In bodies such as the Sports, Physical Education and Recreation Institute (INDER), the Ministries of Steel and Metal, Communication and Agriculture, the figure does not reach 15%. In Tourism, it barely reaches 9% and, according to information from the National Statistics Office (ONEI), among those employed in 2008 in sales, hotels and restaurants, 50% are women.

At the same time, as a fundamental result of recent government efforts, seven entities have been able to ensure than 50 to 70% of their decision-making positions are held by women: the Ministries of Labor & Social Security, Education, and Finances & Prices; the Supreme Court; the offices of the Attorney General and the Comptroller General, as well as the Central Bank of Cuba.

No doubt, comparing these figures with those from previous years, the progress made by women in access to territory once considered exclusively the province of men is evident. However, in this area, the ‘outstanding debts’ remain greater than those ‘paid in full.’

According to information published by ONEI in its Cuban Women, Statistics and Realities report, women represent 81.4% of graduates from medical schools and constitute a majority, 58%, among practicing doctors in the country. Nevertheless, we rarely see a woman leading a large research center or hospital.

For some time now, according to the above source, the percentage of female graduates in Economics has surpassed the 50% mark, but they are infrequently found directing enterprises or budgeted state entities, How many of us, visiting one of these, have asked for the administrator or director, expecting a priori that a man will be sitting behind the desk?

The women ministers, deputy ministers, heads of department and management teams needed to close this power gap, can be found among those never even considered, despite their merits; and also among those who said ‘no’ beforehand or gave up a position because the other woman underneath their skin, the one holding a broom and wearing an apron, held sway.

No one can deny the reality of family responsibilities, but this concerns all human beings. If it is true that behind anyone who takes on a significant public commitment there is someone who helps in private, gender does not necessarily predispose women to playing one role or the other.


As has already been stated, the struggle against pre-established ‘truths’ cannot be left to spontaneity. The empowerment of women must be understood as a strategy directed toward men, who often resist given chauvinist thinking -justified with the best of intentions – and toward women, who as daughters of their times and culture, have not escaped patriarchal logic, despite being victimized.

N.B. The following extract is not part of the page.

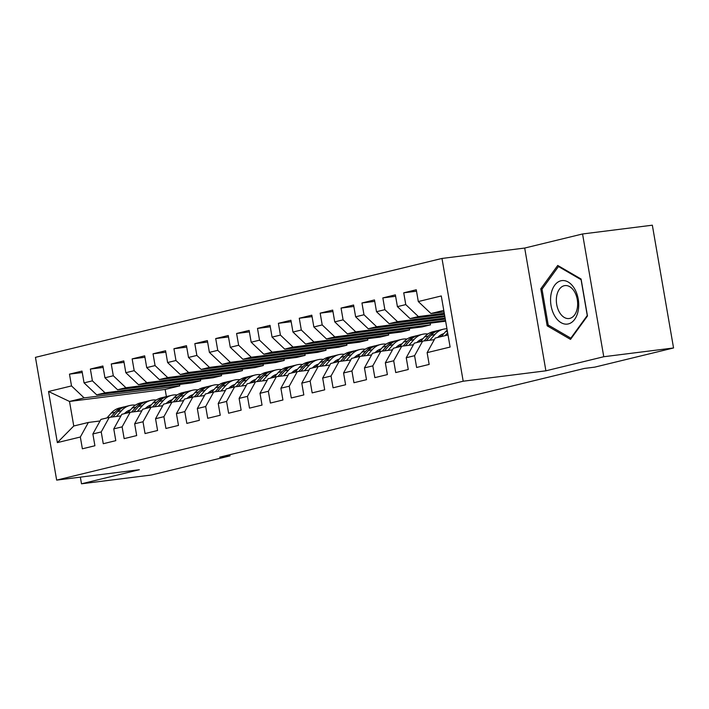 <?xml version="1.0" encoding="UTF-8"?>
<svg xmlns="http://www.w3.org/2000/svg" width="709" height="709" viewBox="0 0 709 709"><rect width="100%" height="100%" fill="white"/><g stroke="black" fill="none" stroke-linecap="round" stroke-linejoin="round"><path stroke-width="1.06" d="M441.982 258.448L35.45 357.354L56.658 480.117L463.19 381.212L441.982 258.448L524.695 248.053L545.895 370.816L603.767 356.733L582.559 233.97L524.695 248.053M582.559 233.97L652.342 225.196L673.55 347.968L603.767 356.733M179.528 384.429L179.776 385.873L165.153 389.427L69.517 401.454L48.531 391.51L57.358 442.611L80.339 437.019L82.377 448.797L94.909 445.748L92.87 433.97L101.227 431.932L103.266 443.719L115.797 440.661L113.768 428.883L122.125 426.853L124.155 438.632L136.686 435.583L134.657 423.805L143.014 421.766L145.044 433.553L157.584 430.496L155.546 418.718L163.903 416.688L165.941 428.466L178.473 425.418L176.435 413.639L184.792 411.601L186.83 423.388L199.362 420.331L197.324 408.552L205.681 406.523L207.719 418.301L220.251 415.252L218.221 403.474L226.579 401.436L228.608 413.223L241.14 410.165L239.11 398.387L247.468 396.358L249.497 408.136L262.038 405.087L259.999 393.309L268.356 391.271L270.395 403.058L282.926 400L280.888 388.222L289.245 386.192L291.284 397.971L303.815 394.922L301.786 383.144L310.134 381.114L312.173 392.892L324.704 389.835L322.675 378.057L331.032 376.027L333.062 387.805L345.602 384.757L343.564 372.978L351.921 370.949L353.951 382.727L366.491 379.678L364.453 367.891L372.81 365.862L374.848 377.64L387.38 374.591L385.341 362.813L393.699 360.784L395.737 372.562L408.269 369.513L406.239 357.726L414.588 355.696L416.626 367.475L429.158 364.426L427.128 352.648L450.109 347.055L441.282 295.963L418.301 301.547L416.263 289.768L403.731 292.817L405.77 304.604L397.412 306.634L395.374 294.855L382.842 297.904L384.872 309.682L376.514 311.712L374.485 299.934L361.953 302.982L363.983 314.761L355.626 316.799L353.596 305.021L341.056 308.069L343.094 319.848L334.737 321.877L332.698 310.099L320.167 313.148L322.205 324.926L313.848 326.964L311.809 315.186L299.278 318.235L301.316 330.013L292.959 332.042L290.92 320.264L278.389 323.313L280.418 335.091L272.061 337.129L270.032 325.351L257.5 328.4L259.529 340.178L251.172 342.208L249.143 330.429L236.602 333.478L238.641 345.256L230.283 347.295L228.245 335.517L215.713 338.565L217.752 350.343L209.394 352.373L207.356 340.595L194.824 343.643L196.854 355.422L188.505 357.46L186.467 345.682L173.935 348.731L175.965 360.509L167.608 362.538L165.578 350.76L153.038 353.809L155.076 365.587L146.719 367.625L144.689 355.847L132.149 358.896L134.187 370.674L125.83 372.704L123.791 360.925L111.26 363.974L113.298 375.752L104.941 377.791L102.902 366.012L90.371 369.061L92.4 380.839L84.052 382.869L82.014 371.091L69.482 374.139L82.262 372.535M48.531 391.51L71.512 385.918L69.482 374.139M673.55 347.968L594.789 367.129L584.455 368.423L219.701 457.163L230.035 455.869L229.84 454.699M192.307 382.825L96.681 394.842L105.038 392.813L200.665 380.786L192.307 382.825M84.052 382.869L96.681 394.842M92.4 380.839L105.038 392.813M57.358 442.611L73.763 426.003L88.386 422.449L100.049 420.978M80.339 437.019L88.386 422.449M213.205 377.737L117.57 389.764L125.927 387.726L221.554 375.708L213.205 377.737M104.941 377.791L117.57 389.764M113.298 375.752L125.927 387.726M92.87 433.97L100.917 419.4L109.275 417.362L120.938 415.899M101.227 431.932L109.275 417.362M234.094 372.659L138.459 384.677L146.816 382.647L242.451 370.621L234.094 372.659M125.83 372.704L138.459 384.677M134.187 370.674L146.816 382.647M113.768 428.883L121.815 414.313L130.164 412.284L141.827 410.812M122.125 426.853L130.164 412.284M254.983 367.572L159.348 379.599L167.705 377.56L263.34 365.543L254.983 367.572M146.719 367.625L159.348 379.599M155.076 365.587L167.705 377.56M134.657 423.805L142.704 409.235L151.061 407.196L162.715 405.734M143.014 421.766L151.061 407.196M275.872 362.494L180.246 374.512L188.594 372.482L284.229 360.456L275.872 362.494M167.608 362.538L180.246 374.512M175.965 360.509L188.594 372.482M155.546 418.718L163.593 404.148L171.95 402.118L183.604 400.647M163.903 416.688L171.95 402.118M296.761 357.407L201.134 369.433L209.492 367.395L305.118 355.377L296.761 357.407M188.505 357.46L201.134 369.433M196.854 355.422L209.492 367.395M176.435 413.639L184.482 399.07L192.839 397.031L204.502 395.569M184.792 411.601L192.839 397.031M317.659 352.329L222.023 364.346L230.381 362.317L326.007 350.29L317.659 352.329M209.394 352.373L222.023 364.346M217.752 350.343L230.381 362.317M197.324 408.552L205.371 393.982L213.728 391.953L225.391 390.482M205.681 406.523L213.728 391.953M338.548 347.242L242.912 359.268L251.27 357.23L346.905 345.212L338.548 347.242M230.283 347.295L242.912 359.268M238.641 345.256L251.27 357.23M218.221 403.474L226.268 388.904L234.617 386.866L246.28 385.404M226.579 401.436L234.617 386.866M359.436 342.163L263.801 354.181L272.159 352.151L367.794 340.125L359.436 342.163M251.172 342.208L263.801 354.181M259.529 340.178L272.159 352.151M239.11 398.387L247.157 383.817L255.515 381.788L267.169 380.316M247.468 396.358L255.515 381.788M380.325 337.076L284.699 349.103L293.056 347.064L388.683 335.047L380.325 337.076M272.061 337.129L284.699 349.103M280.418 335.091L293.056 347.064M259.999 393.309L268.046 378.739L276.404 376.701L288.067 375.238M268.356 391.271L276.404 376.701M401.214 331.998L305.588 344.016L313.945 341.986L409.572 329.96L401.214 331.998M292.959 332.042L305.588 344.016M301.316 330.013L313.945 341.986M280.888 388.222L288.935 373.652L297.293 371.622L308.956 370.151M289.245 386.192L297.293 371.622M422.112 326.911L326.477 338.937L334.834 336.899L430.46 324.882L422.112 326.911M313.848 326.964L326.477 338.937M322.205 324.926L334.834 336.899M301.786 383.144L309.824 368.574L318.181 366.535L329.845 365.073M310.134 381.114L318.181 366.535M445.642 321.186L347.366 333.85L355.723 331.821L445.527 320.53M334.737 321.877L347.366 333.85M343.094 319.848L355.723 331.821M322.675 378.057L330.722 363.487L339.07 361.457L350.733 359.986M331.032 376.027L339.07 361.457M445.279 319.085L368.255 328.772L376.612 326.734L445.11 318.128M355.626 316.799L368.255 328.772M363.983 314.761L376.612 326.734M343.564 372.978L351.611 358.408L359.968 356.37L371.622 354.908M351.921 370.949L359.968 356.37M444.862 316.684L389.152 323.685L397.51 321.656L444.694 315.727M376.514 311.712L389.152 323.685M384.872 309.682L397.51 321.656M364.453 367.891L372.5 353.321L380.857 351.292L392.52 349.821M372.81 365.862L380.857 351.292M444.446 314.282L410.041 318.607L418.399 316.568L444.277 313.316M397.412 306.634L410.041 318.607M405.77 304.604L418.399 316.568M385.341 362.813L393.389 348.243L401.746 346.205L413.409 344.742M393.699 360.784L401.746 346.205M444.029 311.88L430.93 313.52L443.772 310.4M418.301 301.547L430.93 313.52M406.239 357.726L414.278 343.156L422.635 341.126L434.298 339.655M414.588 355.696L422.635 341.126M80.347 477.139L81.5 483.804L151.283 475.03L230.035 455.869M545.895 370.816L463.19 381.212M81.5 483.804L139.363 469.721L56.658 480.117M179.776 385.873L84.141 397.891L69.517 401.454L73.763 426.003M165.153 389.427L166.393 396.641M167.386 402.34L167.528 403.191M427.128 352.648L435.175 338.078L448.017 334.949M430.212 323.437L430.46 324.882M409.323 328.524L409.572 329.96M388.435 333.602L388.683 335.047M367.546 338.689L367.794 340.125M346.657 343.768L346.905 345.212M325.759 348.855L326.007 350.29M304.87 353.933L305.118 355.377M283.981 359.02L284.229 360.456M263.092 364.098L263.34 365.543M242.194 369.185L242.451 370.621M221.305 374.263L221.554 375.708M200.417 379.342L200.665 380.786M71.512 385.918L84.141 397.891M547.162 325.812L570.515 339.389L587.477 316.001L581.088 279.027L557.735 265.45L540.772 288.838L547.162 325.812L549.138 325.564M403.731 292.817L416.511 291.213M382.842 297.904L395.622 296.3M361.953 302.982L374.733 301.378M341.056 308.069L353.844 306.465M320.167 313.148L332.955 311.543M299.278 318.235L312.057 316.631M278.389 323.313L291.169 321.709M257.5 328.4L270.28 326.796M236.602 333.478L249.391 331.874M215.713 338.565L228.502 336.961M194.824 343.643L207.604 342.039M173.935 348.731L186.715 347.126M153.038 353.809L165.826 352.205M132.149 358.896L144.937 357.283M111.26 363.974L124.048 362.37M90.371 369.061L103.151 367.448M542.42 288.634L540.772 288.838M441.202 336.607L445.376 331.883A25.799 19.879 -103.7 0 1 447.175 330.102M447.654 332.84L445.172 335.641M437.71 337.457A21.412 16.502 -103.7 0 1 443.843 333.62M429.814 340.223L434.927 334.426A25.799 19.879 -103.7 0 1 443.347 329.215A25.799 19.879 -103.7 0 1 446.954 328.781M420.313 341.694L424.487 336.97A25.799 19.879 -103.7 0 1 432.898 331.759L436.868 330.793A25.799 19.879 76.3 0 0 428.458 336.004L424.088 340.94M439.429 335.88A21.412 16.502 -103.7 0 1 441.397 336.394M426.304 340.666L430.957 335.392A25.799 19.879 -103.7 0 1 439.376 330.181L443.347 329.215M443.435 334.081A21.412 16.502 76.3 0 0 442.434 334.125M438.135 330.545A25.799 19.879 76.3 0 0 436.868 330.793M441.246 334.692A21.412 16.502 -103.7 0 1 442.788 334.816M416.812 342.544A21.412 16.502 -103.7 0 1 422.954 338.707M408.925 345.31L414.038 339.505A25.799 19.879 -103.7 0 1 422.449 334.302A25.799 19.879 -103.7 0 1 427.899 333.966M399.424 346.772L403.589 342.048A25.799 19.879 -103.7 0 1 412.009 336.846L415.979 335.88A25.799 19.879 76.3 0 0 407.56 341.082L403.199 346.027M418.54 340.967A21.412 16.502 -103.7 0 1 420.508 341.472M405.415 345.744L410.068 340.471A25.799 19.879 -103.7 0 1 418.478 335.268L422.449 334.302M422.546 339.168A21.412 16.502 76.3 0 0 421.545 339.203M417.238 335.623A25.799 19.879 76.3 0 0 415.979 335.88M420.357 339.779A21.412 16.502 -103.7 0 1 421.89 339.903M554.748 316.001A21.917 13.923 -97.2 0 0 574.653 319.378A21.917 13.923 -97.2 0 0 574.538 288.714A21.917 13.923 -97.2 0 0 554.624 285.328A21.917 13.923 -97.2 0 0 554.748 316.001M559.507 312.385A16.599 10.538 -97.2 0 0 569.07 318.527A16.599 10.538 -97.2 0 0 577.206 308.61A16.599 10.538 -97.2 0 0 574.494 291.727A16.599 10.538 -97.2 0 0 564.931 285.594A16.599 10.538 -97.2 0 0 556.787 295.511A16.599 10.538 -97.2 0 0 559.507 312.385M558.453 266.531L581.079 279.692L587.265 315.514L570.825 338.175L548.199 325.014L542.013 289.192L558.453 266.531L559.401 266.416M571.445 338.096L570.825 338.175M395.923 347.623A21.412 16.502 -103.7 0 1 402.056 343.785M388.027 350.388L393.149 344.592A25.799 19.879 -103.7 0 1 401.56 339.381A25.799 19.879 -103.7 0 1 407.01 339.044M378.535 351.859L382.7 347.135A25.799 19.879 -103.7 0 1 391.12 341.924L395.081 340.958A25.799 19.879 76.3 0 0 386.671 346.169L382.311 351.106M397.652 346.045A21.412 16.502 -103.7 0 1 399.619 346.559M384.526 350.831L389.179 345.558A25.799 19.879 -103.7 0 1 397.589 340.347L401.56 339.381M401.657 344.246A21.412 16.502 76.3 0 0 400.656 344.29M396.349 340.71A25.799 19.879 76.3 0 0 395.081 340.958M399.459 344.858A21.412 16.502 -103.7 0 1 401.002 344.982M375.034 352.71A21.412 16.502 -103.7 0 1 381.167 348.872M367.138 355.475L372.26 349.67A25.799 19.879 -103.7 0 1 380.671 344.468A25.799 19.879 -103.7 0 1 386.121 344.131M357.646 356.937L361.812 352.213A25.799 19.879 -103.7 0 1 370.222 347.011L374.192 346.045A25.799 19.879 76.3 0 0 365.782 351.247L361.422 356.193M376.763 351.132A21.412 16.502 -103.7 0 1 378.721 351.637M363.637 355.909L368.29 350.636A25.799 19.879 -103.7 0 1 376.701 345.434L380.671 344.468M380.76 349.333A21.412 16.502 76.3 0 0 379.758 349.369M375.46 345.788A25.799 19.879 76.3 0 0 374.192 346.045M378.571 349.945A21.412 16.502 -103.7 0 1 380.113 350.069M354.146 357.788A21.412 16.502 -103.7 0 1 360.278 353.951M346.249 360.553L351.363 354.757A25.799 19.879 -103.7 0 1 359.782 349.546A25.799 19.879 -103.7 0 1 365.232 349.209M336.748 362.024L340.923 357.301A25.799 19.879 -103.7 0 1 349.333 352.089L353.304 351.123A25.799 19.879 76.3 0 0 344.893 356.335L340.533 361.271M355.874 356.21A21.412 16.502 -103.7 0 1 357.832 356.724M342.739 360.996L347.401 355.723A25.799 19.879 -103.7 0 1 355.812 350.512L359.782 349.546M359.871 354.411A21.412 16.502 76.3 0 0 358.869 354.447M354.571 350.875A25.799 19.879 76.3 0 0 353.304 351.123M357.682 355.023A21.412 16.502 -103.7 0 1 359.224 355.147M333.257 362.875A21.412 16.502 -103.7 0 1 339.389 359.038M325.36 365.64L330.474 359.835A25.799 19.879 -103.7 0 1 338.893 354.633A25.799 19.879 -103.7 0 1 344.335 354.296M315.859 367.102L320.034 362.379A25.799 19.879 -103.7 0 1 328.444 357.176L332.415 356.21A25.799 19.879 76.3 0 0 323.995 361.413L319.635 366.358M334.976 361.298A21.412 16.502 -103.7 0 1 336.943 361.803M321.851 366.074L326.503 360.801A25.799 19.879 -103.7 0 1 334.923 355.599L338.893 354.633M338.982 359.498A21.412 16.502 76.3 0 0 337.98 359.534M333.682 355.953A25.799 19.879 76.3 0 0 332.415 356.21M336.793 360.11A21.412 16.502 -103.7 0 1 338.335 360.234M312.359 367.953A21.412 16.502 -103.7 0 1 318.501 364.116M304.462 370.718L309.585 364.922A25.799 19.879 -103.7 0 1 317.995 359.711A25.799 19.879 -103.7 0 1 323.446 359.374M294.971 372.19L299.136 367.466A25.799 19.879 -103.7 0 1 307.555 362.255L311.526 361.289A25.799 19.879 76.3 0 0 303.106 366.5L298.746 371.436M314.087 366.376A21.412 16.502 -103.7 0 1 316.054 366.89M300.962 371.161L305.614 365.888A25.799 19.879 -103.7 0 1 314.025 360.677L317.995 359.711M318.093 364.577A21.412 16.502 76.3 0 0 317.091 364.612M312.784 361.041A25.799 19.879 76.3 0 0 311.526 361.289M315.904 365.188A21.412 16.502 -103.7 0 1 317.437 365.312M291.47 373.04A21.412 16.502 -103.7 0 1 297.603 369.203M283.573 375.805L288.696 370.001A25.799 19.879 -103.7 0 1 297.106 364.798A25.799 19.879 -103.7 0 1 302.557 364.461M274.082 377.268L278.247 372.544A25.799 19.879 -103.7 0 1 286.658 367.342L290.628 366.376A25.799 19.879 76.3 0 0 282.217 371.578L277.857 376.523M293.198 371.463A21.412 16.502 -103.7 0 1 295.166 371.968M280.073 376.24L284.726 370.967A25.799 19.879 -103.7 0 1 293.136 365.764L297.106 364.798M297.204 369.655A21.412 16.502 76.3 0 0 296.194 369.699M291.895 366.119A25.799 19.879 76.3 0 0 290.628 366.376M295.006 370.275A21.412 16.502 -103.7 0 1 296.548 370.399M270.581 378.119A21.412 16.502 -103.7 0 1 276.714 374.281M262.684 380.884L267.807 375.088A25.799 19.879 -103.7 0 1 276.218 369.876A25.799 19.879 -103.7 0 1 281.668 369.54M253.184 382.355L257.358 377.631A25.799 19.879 -103.7 0 1 265.769 372.42L269.739 371.454A25.799 19.879 76.3 0 0 261.329 376.665L256.968 381.602M272.309 376.541A21.412 16.502 -103.7 0 1 274.268 377.046M259.184 381.327L263.837 376.054A25.799 19.879 -103.7 0 1 272.247 370.842L276.218 369.876M276.306 374.742A21.412 16.502 76.3 0 0 275.305 374.777M271.006 371.206A25.799 19.879 76.3 0 0 269.739 371.454M274.117 375.353A21.412 16.502 -103.7 0 1 275.659 375.478M249.692 383.206A21.412 16.502 -103.7 0 1 255.825 379.368M241.796 385.971L246.909 380.166A25.799 19.879 -103.7 0 1 255.329 374.964A25.799 19.879 -103.7 0 1 260.779 374.627M232.295 387.433L236.469 382.709A25.799 19.879 -103.7 0 1 244.88 377.498L248.85 376.541A25.799 19.879 76.3 0 0 240.44 381.743L236.07 386.689M251.411 381.628A21.412 16.502 -103.7 0 1 253.379 382.133M238.286 386.405L242.948 381.132A25.799 19.879 -103.7 0 1 251.358 375.93L255.329 374.964M255.417 379.82A21.412 16.502 76.3 0 0 254.416 379.864M250.117 376.284A25.799 19.879 76.3 0 0 248.85 376.541M253.228 380.441A21.412 16.502 -103.7 0 1 254.77 380.565M228.803 388.284A21.412 16.502 -103.7 0 1 234.936 384.446M220.907 391.049L226.02 385.253A25.799 19.879 -103.7 0 1 234.431 380.042A25.799 19.879 -103.7 0 1 239.881 379.705M211.406 392.52L215.58 387.796A25.799 19.879 -103.7 0 1 223.991 382.585L227.961 381.619A25.799 19.879 76.3 0 0 219.542 386.83L215.181 391.767M230.522 386.706A21.412 16.502 -103.7 0 1 232.49 387.211M217.397 391.492L222.05 386.219A25.799 19.879 -103.7 0 1 230.469 381.008L234.431 380.042M234.528 384.907A21.412 16.502 76.3 0 0 233.527 384.943M229.229 381.371A25.799 19.879 76.3 0 0 227.961 381.619M232.339 385.519A21.412 16.502 -103.7 0 1 233.881 385.643M207.905 393.371A21.412 16.502 -103.7 0 1 214.047 389.533M200.009 396.136L205.131 390.331A25.799 19.879 -103.7 0 1 213.542 385.129A25.799 19.879 -103.7 0 1 218.992 384.792M190.517 397.598L194.683 392.875A25.799 19.879 -103.7 0 1 203.102 387.663L207.072 386.706A25.799 19.879 76.3 0 0 198.653 391.909L194.293 396.854M209.634 391.793A21.412 16.502 -103.7 0 1 211.601 392.299M196.508 396.57L201.161 391.297A25.799 19.879 -103.7 0 1 209.572 386.095L213.542 385.129M213.639 389.985A21.412 16.502 76.3 0 0 212.638 390.03M208.331 386.449A25.799 19.879 76.3 0 0 207.072 386.706M211.45 390.606A21.412 16.502 -103.7 0 1 212.984 390.73M187.016 398.449A21.412 16.502 -103.7 0 1 193.149 394.612M179.12 401.214L184.243 395.418A25.799 19.879 -103.7 0 1 192.653 390.207A25.799 19.879 -103.7 0 1 198.103 389.87M169.628 402.685L173.794 397.962A25.799 19.879 -103.7 0 1 182.204 392.751L186.175 391.785A25.799 19.879 76.3 0 0 177.764 396.996L173.404 401.932M188.745 396.872A21.412 16.502 -103.7 0 1 190.712 397.377M175.619 401.657L180.272 396.384A25.799 19.879 -103.7 0 1 188.683 391.173L192.653 390.207M192.751 395.073A21.412 16.502 76.3 0 0 191.74 395.108M187.442 391.536A25.799 19.879 76.3 0 0 186.175 391.785M190.553 395.684A21.412 16.502 -103.7 0 1 192.095 395.808M166.128 403.536A21.412 16.502 -103.7 0 1 172.26 399.699M158.231 406.292L163.354 400.496A25.799 19.879 -103.7 0 1 171.764 395.294A25.799 19.879 -103.7 0 1 177.215 394.957M148.73 407.764L152.905 403.04A25.799 19.879 -103.7 0 1 161.315 397.829L165.286 396.863A25.799 19.879 76.3 0 0 156.875 402.074L152.515 407.019M167.856 401.959A21.412 16.502 -103.7 0 1 169.814 402.464M154.722 406.736L159.383 401.462A25.799 19.879 -103.7 0 1 167.794 396.26L171.764 395.294M171.853 400.151A21.412 16.502 76.3 0 0 170.851 400.195M166.553 396.615A25.799 19.879 76.3 0 0 165.286 396.863M169.664 400.771A21.412 16.502 -103.7 0 1 171.206 400.895M145.239 408.614A21.412 16.502 -103.7 0 1 151.371 404.777M137.342 411.38L142.456 405.583A25.799 19.879 -103.7 0 1 150.875 400.372A25.799 19.879 -103.7 0 1 156.326 400.036M127.842 412.851L132.016 408.127A25.799 19.879 -103.7 0 1 140.426 402.916L144.397 401.95A25.799 19.879 76.3 0 0 135.986 407.161L131.617 412.097M146.958 407.037A21.412 16.502 -103.7 0 1 148.925 407.542M133.833 411.823L138.485 406.549A25.799 19.879 -103.7 0 1 146.905 401.338L150.875 400.372M150.964 405.238A21.412 16.502 76.3 0 0 149.962 405.273M145.664 401.702A25.799 19.879 76.3 0 0 144.397 401.95M148.775 405.849A21.412 16.502 -103.7 0 1 150.317 405.973M124.341 413.702A21.412 16.502 -103.7 0 1 130.483 409.864M116.453 416.458L121.567 410.662A25.799 19.879 -103.7 0 1 129.977 405.459A25.799 19.879 -103.7 0 1 135.428 405.123M106.953 417.929L111.127 413.205A25.799 19.879 -103.7 0 1 119.537 407.994L123.508 407.028A25.799 19.879 76.3 0 0 115.088 412.239L110.728 417.184M126.069 412.124A21.412 16.502 -103.7 0 1 128.037 412.629M112.944 416.901L117.597 411.628A25.799 19.879 -103.7 0 1 126.016 406.425L129.977 405.459M130.075 410.316A21.412 16.502 76.3 0 0 129.073 410.36M124.775 406.78A25.799 19.879 76.3 0 0 123.508 407.028M127.886 410.936A21.412 16.502 -103.7 0 1 129.419 411.06M445.376 331.883L447.397 331.395M430.957 335.392L434.927 334.426M424.487 336.97L428.458 336.004M410.068 340.471L414.038 339.505M403.589 342.048L407.56 341.082M389.179 345.558L393.149 344.592M382.7 347.135L386.671 346.169M368.29 350.636L372.26 349.67M361.812 352.213L365.782 351.247M347.401 355.723L351.363 354.757M340.923 357.301L344.893 356.335M326.503 360.801L330.474 359.835M320.034 362.379L323.995 361.413M305.614 365.888L309.585 364.922M299.136 367.466L303.106 366.5M284.726 370.967L288.696 370.001M278.247 372.544L282.217 371.578M263.837 376.054L267.807 375.088M257.358 377.631L261.329 376.665M242.948 381.132L246.909 380.166M236.469 382.709L240.44 381.743M222.05 386.219L226.02 385.253M215.58 387.796L219.542 386.83M201.161 391.297L205.131 390.331M194.683 392.875L198.653 391.909M180.272 396.384L184.243 395.418M173.794 397.962L177.764 396.996M159.383 401.462L163.354 400.496M152.905 403.04L156.875 402.074M138.485 406.549L142.456 405.583M132.016 408.127L135.986 407.161M117.597 411.628L121.567 410.662M111.127 413.205L115.088 412.239"/></g></svg>

This is not about awarding a position to a woman because of her gender per se, or in order to fulfill a political directive, without considering qualifications. Female leaders must be prepared to meet the requirements of one or another position. They could be hurt even more, left incapable of fulfilling a responsibility for which they were not correctly evaluated. Of course, after decades of overlooking women, an explicit, intentional policy is needed, which goes beyond subjectivity, seeking among women, the ones who are capable. Surely, many will be found.

In his report to the 6th Party Congress, President Raúl Castro Ruz identified this as a challenge in the effort to improve socialism in Cuba, which will define the future. In a strong self-critical statement, he said, referring not only to women, but to youth, Blacks and those of mixed race, “We have not consistently responded to the innumerable directives communicated by Fidel, since the first days of the revolutionary victory and over the years, because the solution to this imbalance was included in agreements adopted at the transcendental 1st Party Congress and the four which followed, and we did not assure their implementation.”

At the political level this commitment can be promoted, while attitudes among women must be reinforced. There is no justice, 100 years after March 8 was declared International Women’s Day to honor the struggle for women’s rights, if for many women this means the paltry privilege of receiving a flower in the same hands with which they complete assigned tasks, or with which they place the plates on the table and later pick up.